# Pendulum
## The notebook describes a solution of the problem of controlling a pendulum to be raised to a vertical position and held in this state using a on-policy first-visit Monte Carlo control method 

### Workspace
Workspace is divided into 4 values, the cartesian coordinate system x and y, theta angle in radians and tau the torque of the pendulum


### Action Space
Force applied to the pendulum in the range of continuous values from -2.0 to 2.0

### Observation Space
Observation Space contains 3 values, the x and y coordinates, and the angular velocity of the pendulum.
x = cos(theta) continuous value from -1.0 to 1.0
y = sin(theta) continuous value from -1.0 to 1.0
Angular velocity is continuous value from -8.0 to 8.0


### I've made those changes:
Converted observation space from 3 values to 2, by obtaining theta angle from its cosine and sine using the x and n values I know

### I used the built-in award function which is described as:
### r = -(theta^2^ + 0.1 * theta_dt^2^ + 0.001 * torque^2^)

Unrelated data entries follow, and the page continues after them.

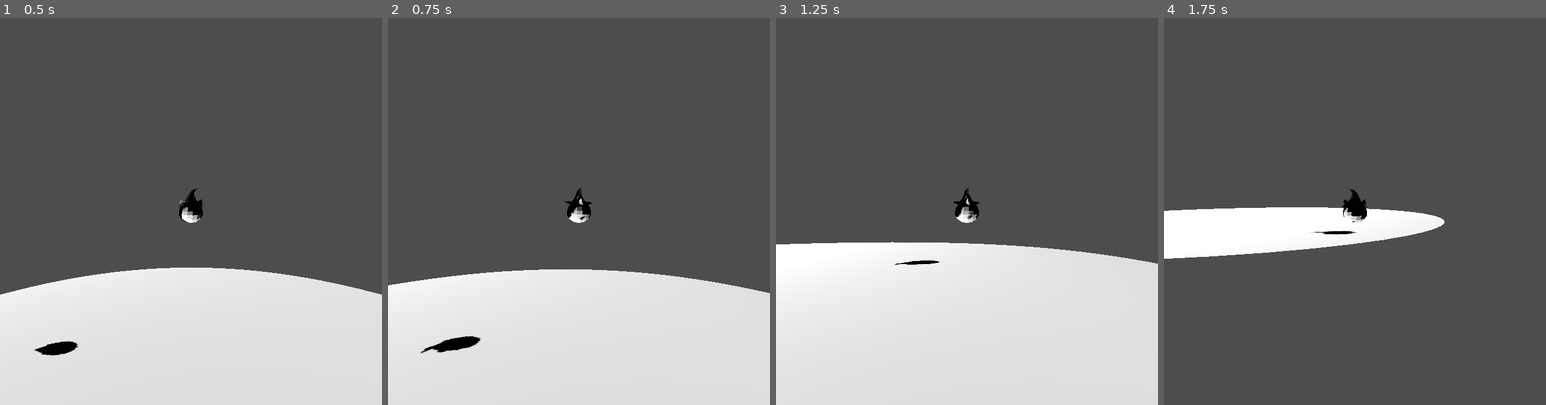
Above: before the commit, frames 1-4 (left to right).
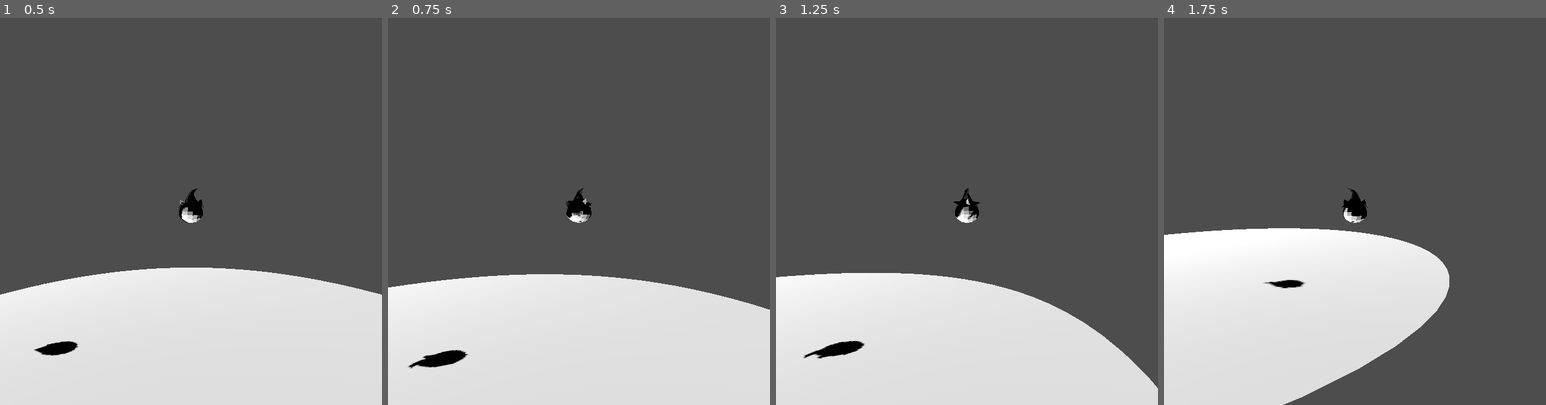
Above: after the commit, the same moments.

Repository: XMNNguyen/Godot-Wild-Jam-92
Game: Godot game, scene res://Scenes/main.tscn
Two runs of this game, one before a commit and one after it. Both use one fixed random seed, a clock stepped at 60 frames per second and the inputs below.
Inputs (mouse positions are in pixels of both pictures, inside the frame that each line leads up to):
- Up to frame 1 (0.5 s): no input
- Up to frame 2 (0.75 s): move the mouse to (663, 192) at 0.52 s; hold D (move_right) from 0.53 s (still down); tap Shift (dash) at 0.6 s
- Up to frame 3 (1.25 s): keep holding D (move_right); tap Space (jump) at 0.77, 0.8, 1.07 s
- Up to frame 4 (1.75 s): move the mouse to (1278, 230) at 1.27 s; release D (move_right) at 1.28 s; hold S (move_down) from 1.28 s (still down); tap Space (jump) at 1.35, 1.52 s; tap Shift (dash) at 1.55 s

Frame 1 is identical in both runs. In frame 2, 2.7% of the frame differs, in the area x 0-100%, y 43-91%; in frame 3, 13%; in frame 4, 29%, in the area x 0-75%, y 43-100%.

Commit message:
made dashing smoother and modified speeds

Diff:
--- a/godot-wild-jam-92/Scripts/player.gd
+++ b/godot-wild-jam-92/Scripts/player.gd
@@ -1,17 +1,20 @@
 extends CharacterBody3D
 
-@export var SPEED : float = 20.0
+@export var SPEED : float = 10.0
 @export var JUMP_VELOCITY : float = 4.5
 @export var GRAVITY : float = 500
 @export var CAMERA_ZOOM_RATIO : float = 0.75
-@export var DASH_SPEED : float = 20.0
+@export var DASH_SPEED : float = 5.0
 @export var ACCELERATION : float = 15.0
 @export var SLOW_DOWN : float = 40.0
+@export var DASH_DURATION : float = 0.3
+@export var DASH_CD : float = 0.8
 
 var score := 0
 var num_jumps := 2
-
 var speed = 0
+var can_dash = true
+var dashing = false
 
 func _ready() -> void:
 	#signals.killed_mob.connect(increase_score)
@@ -24,7 +27,7 @@
 
 	# Handle jump.
 	# player cant be hurt in air and can only kill in air
-	if Input.is_action_just_pressed("jump") and num_jumps < 2:
+	if Input.is_action_just_pressed("jump") and num_jumps < 2 and not dashing:
 		$Hitbox.monitoring = true
 		$Hitbox.monitorable = true
 		$Hurtbox.monitoring = false
@@ -42,9 +45,10 @@
 	var input_dir := Input.get_vector("move_left", "move_right", "move_up", "move_down")
 	var relativeDir := Vector3(input_dir.x, 0.0, input_dir.y).rotated(Vector3.UP, $CameraPivot/SpringArm3D.rotation.y)
 
-	print(velocity)
-
-	if relativeDir:
+	if dashing:
+		velocity = relativeDir * SPEED * DASH_SPEED
+		velocity.y = 0
+	elif relativeDir:
 		speed = move_toward(speed, SPEED, ACCELERATION * delta)
 
 		velocity.x = relativeDir.x * speed
@@ -55,8 +59,9 @@
 		$Pivot.basis = $Pivot.basis.slerp(target_basis, 0.2)
 
 		# handle dashing
-		if Input.is_action_just_pressed("dash"):
-			speed += DASH_SPEED
+		if Input.is_action_just_pressed("dash") && can_dash:
+			dash()
+
 	elif is_on_floor():
 		var slow_down = speed + SLOW_DOWN
 		velocity.x = move_toward(velocity.x, 0, slow_down * delta)
@@ -75,6 +80,20 @@
 
 	move_and_slide()
 
+
+# handles player dashing
+func dash() -> void:
+	can_dash = false
+	dashing = true
+
+	await get_tree().create_timer(DASH_DURATION).timeout
+	dashing = false
+
+	await get_tree().create_timer(DASH_CD).timeout
+
+	can_dash = true
+
+
 func increase_score(amount) -> void:
 	velocity.y = JUMP_VELOCITY
 	score += amount

## My solution is written based on this pseudocode
![Pseudo code](./mc_onpolicy.jpg)

In [1]:
import gymnasium as gym
import numpy as np
from matplotlib import pyplot as plt

PRELOAD = True

In [6]:
# env = gym.make('Pendulum-v1', render_mode="human", max_episode_steps=600); env.metadata['render_fps'] = 60
env = gym.make('Pendulum-v1', max_episode_steps=600)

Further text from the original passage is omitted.